Give back the lines below exactly, but do not include any pictures.

- [Material for the task]
::::

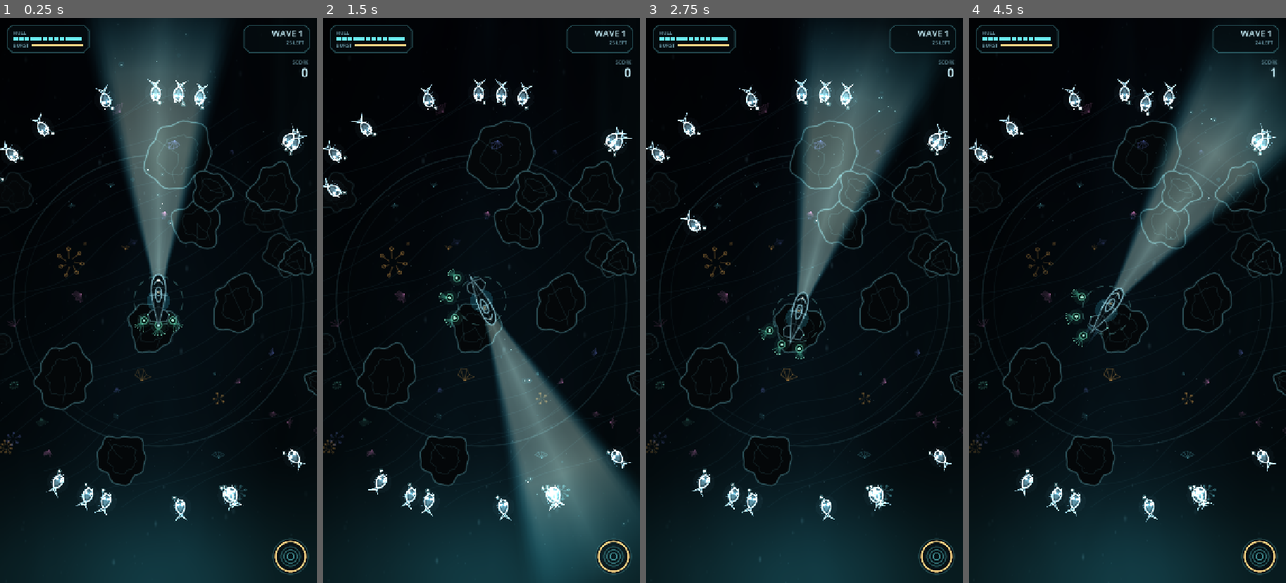
Above: before the commit, frames 1-4 (left to right).
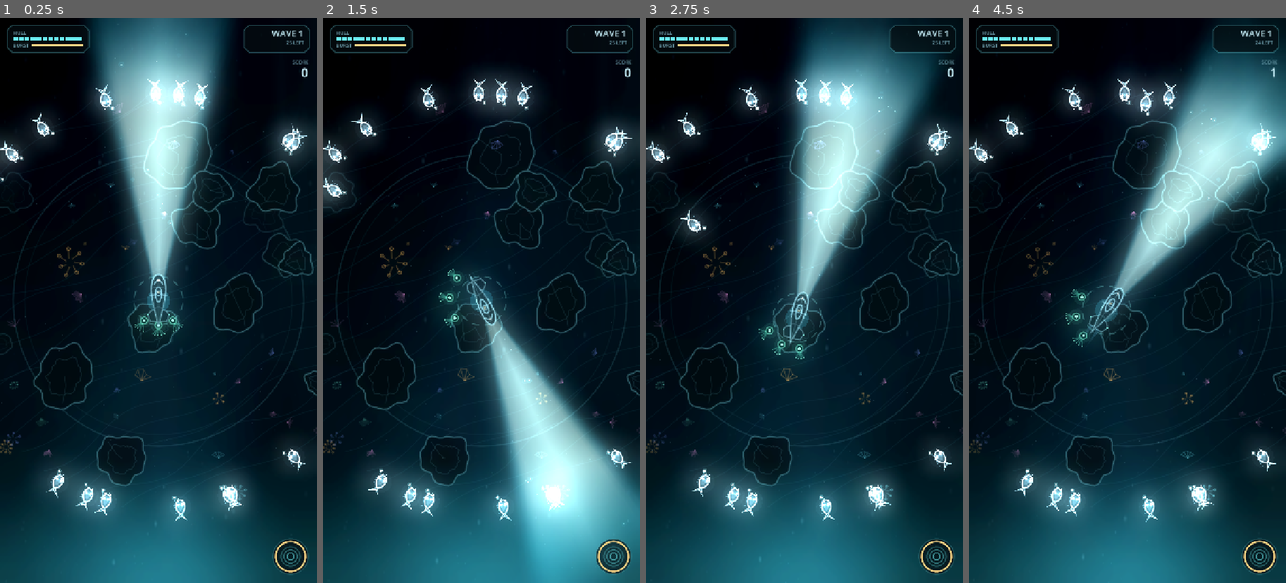
Above: after the commit, the same moments.

Repository: davidknollcsgo-collab/Kartengame
Game: Godot game, scene res://scenes/rundum.tscn
The game is run twice, just before and just after one commit, with the same random seed, the same clock (stepped at 60 frames per second) and the same inputs. This scene is started directly instead of the project's main scene.
Inputs (mouse positions are in pixels of both pictures, inside the frame that each line leads up to):
- Up to frame 1 (0.25 s): no input
- Up to frame 2 (1.5 s): move the mouse to (551, 272) at 0.52 s; click (551, 272) at 0.67 s; drag from (418, 328) to (465, 413) at 1.27 s
- Up to frame 3 (2.75 s): move the mouse to (836, 176) at 2.02 s; click (836, 176) at 2.17 s
- Up to frame 4 (4.5 s): drag from (1111, 413) to (1032, 215) at 2.77 s; move the mouse to (1222, 385) at 3.52 s; click (1222, 385) at 3.67 s; drag from (1032, 215) to (1079, 159) at 4.27 s

The runs differ from the first frame. In frame 1, 38% of the frame differs, in the area x 0-100%, y 0-100%; in frame 2, 35%; in frame 3, 41%; in frame 4, 39%.

Commit message:
Echtes Gluehen im Rundumlauf
Der Entwurf, den der Spieler vorgelegt hat, lebt zur Haelfte vom Leuchten:
alles Helle blutet aus, Explosionen strahlen ueber ihren Rand hinaus, die
Triebwerke ziehen einen Schein hinter sich her. Das ist keine Zeichnung,
sondern Nachbearbeitung - und die gibt es in Godot fertig.

Ein `WorldEnvironment` mit eingeschaltetem Glow, Schwelle 0.30 und
Verstaerkung 2.6. Dazu `viewport/hdr_2d=true`: **ohne den HDR-Puffer wird
alles ueber 1.0 vorher abgeschnitten**, und die Schwelle des Leuchtens hat
nichts mehr, woran sie greifen kann - das Bild sieht dann aus wie vorher,
nur weicher. Genau so war der erste Versuch.

Nachgemessen, dass es das laufende Spiel nicht anfasst: derselbe Schuss von
Welle 40 weicht im Mittel um 0.29 von 255 je Kanal ab, also gar nicht. Der
Schlund hat kein `WorldEnvironment`, also auch kein Gluehen; die
Umstellung auf HDR allein aendert dort nichts.

Co-Authored-By: Claude Opus 5 <noreply@anthropic.com>
Claude-Session: https://claude.ai/code/session_0131VR1KmMqgfNf9f4WYuYp4

Diff:
--- a/project.godot
+++ b/project.godot
@@ -48,6 +48,11 @@
 
 textures/vram_compression/import_etc2_astc=true
 
+# **Glühen braucht einen HDR-Puffer.** Ohne ihn wird alles über 1.0
+# vorher abgeschnitten, und die Schwelle des Leuchtens hat nichts mehr,
+# woran sie greifen kann - das Bild sieht dann aus wie vorher, nur
+# weicher.
+viewport/hdr_2d=true
 renderer/rendering_method="gl_compatibility"
 renderer/rendering_method.mobile="gl_compatibility"
 environment/defaults/default_clear_color=Color(0.012, 0.024, 0.043, 1)
--- a/scenes/rundum.tscn
+++ b/scenes/rundum.tscn
@@ -7,6 +7,17 @@
 [ext_resource type="Shader" path="res://shaders/graben.gdshader" id="5_graben"]
 [ext_resource type="Script" path="res://scripts/spiel/grund_rundum.gd" id="6_grund"]
 [ext_resource type="Script" path="res://scripts/ui/rund_hud.gd" id="7_hud"]
+
+[sub_resource type="Environment" id="Environment_glut"]
+background_mode = 3
+glow_enabled = true
+glow_normalized = true
+glow_intensity = 2.6
+glow_strength = 1.3
+glow_bloom = 0.55
+glow_blend_mode = 1
+glow_hdr_threshold = 0.30
+glow_hdr_scale = 3.0
 
 [sub_resource type="ShaderMaterial" id="ShaderMaterial_graben"]
 shader = ExtResource("5_graben")
@@ -26,6 +37,9 @@
 grow_vertical = 2
 mouse_filter = 2
 
+[node name="Leuchten" type="WorldEnvironment" parent="."]
+environment = SubResource("Environment_glut")
+
 [node name="Kamera" type="Camera2D" parent="."]
 
 [node name="Grund" type="Node2D" parent="."]

::::

- [Task response]
Above: before the commit, frames 1-4 (left to right).
Above: after the commit, the same moments.

Repository: davidknollcsgo-collab/Kartengame
Game: Godot game, scene res://scenes/rundum.tscn
The game is run twice, just before and just after one commit, with the same random seed, the same clock (stepped at 60 frames per second) and the same inputs. This scene is started directly instead of the project's main scene.
Inputs (mouse positions are in pixels of both pictures, inside the frame that each line leads up to):
- Up to frame 1 (0.25 s): no input
- Up to frame 2 (1.5 s): move the mouse to (551, 272) at 0.52 s; click (551, 272) at 0.67 s; drag from (418, 328) to (465, 413) at 1.27 s
- Up to frame 3 (2.75 s): move the mouse to (836, 176) at 2.02 s; click (836, 176) at 2.17 s
- Up to frame 4 (4.5 s): drag from (1111, 413) to (1032, 215) at 2.77 s; move the mouse to (1222, 385) at 3.52 s; click (1222, 385) at 3.67 s; drag from (1032, 215) to (1079, 159) at 4.27 s

The runs differ from the first frame. In frame 1, 38% of the frame differs, in the area x 0-100%, y 0-100%; in frame 2, 35%; in frame 3, 41%; in frame 4, 39%.

Commit message:
Echtes Gluehen im Rundumlauf
Der Entwurf, den der Spieler vorgelegt hat, lebt zur Haelfte vom Leuchten:
alles Helle blutet aus, Explosionen strahlen ueber ihren Rand hinaus, die
Triebwerke ziehen einen Schein hinter sich her. Das ist keine Zeichnung,
sondern Nachbearbeitung - und die gibt es in Godot fertig.

Ein `WorldEnvironment` mit eingeschaltetem Glow, Schwelle 0.30 und
Verstaerkung 2.6. Dazu `viewport/hdr_2d=true`: **ohne den HDR-Puffer wird
alles ueber 1.0 vorher abgeschnitten**, und die Schwelle des Leuchtens hat
nichts mehr, woran sie greifen kann - das Bild sieht dann aus wie vorher,
nur weicher. Genau so war der erste Versuch.

Nachgemessen, dass es das laufende Spiel nicht anfasst: derselbe Schuss von
Welle 40 weicht im Mittel um 0.29 von 255 je Kanal ab, also gar nicht. Der
Schlund hat kein `WorldEnvironment`, also auch kein Gluehen; die
Umstellung auf HDR allein aendert dort nichts.

Co-Authored-By: Claude Opus 5 <noreply@anthropic.com>
Claude-Session: https://claude.ai/code/session_0131VR1KmMqgfNf9f4WYuYp4

Diff:
--- a/project.godot
+++ b/project.godot
@@ -48,6 +48,11 @@
 
 textures/vram_compression/import_etc2_astc=true
 
+# **Glühen braucht einen HDR-Puffer.** Ohne ihn wird alles über 1.0
+# vorher abgeschnitten, und die Schwelle des Leuchtens hat nichts mehr,
+# woran sie greifen kann - das Bild sieht dann aus wie vorher, nur
+# weicher.
+viewport/hdr_2d=true
 renderer/rendering_method="gl_compatibility"
 renderer/rendering_method.mobile="gl_compatibility"
 environment/defaults/default_clear_color=Color(0.012, 0.024, 0.043, 1)
--- a/scenes/rundum.tscn
+++ b/scenes/rundum.tscn
@@ -7,6 +7,17 @@
 [ext_resource type="Shader" path="res://shaders/graben.gdshader" id="5_graben"]
 [ext_resource type="Script" path="res://scripts/spiel/grund_rundum.gd" id="6_grund"]
 [ext_resource type="Script" path="res://scripts/ui/rund_hud.gd" id="7_hud"]
+
+[sub_resource type="Environment" id="Environment_glut"]
+background_mode = 3
+glow_enabled = true
+glow_normalized = true
+glow_intensity = 2.6
+glow_strength = 1.3
+glow_bloom = 0.55
+glow_blend_mode = 1
+glow_hdr_threshold = 0.30
+glow_hdr_scale = 3.0
 
 [sub_resource type="ShaderMaterial" id="ShaderMaterial_graben"]
 shader = ExtResource("5_graben")
@@ -26,6 +37,9 @@
 grow_vertical = 2
 mouse_filter = 2
 
+[node name="Leuchten" type="WorldEnvironment" parent="."]
+environment = SubResource("Environment_glut")
+
 [node name="Kamera" type="Camera2D" parent="."]
 
 [node name="Grund" type="Node2D" parent="."]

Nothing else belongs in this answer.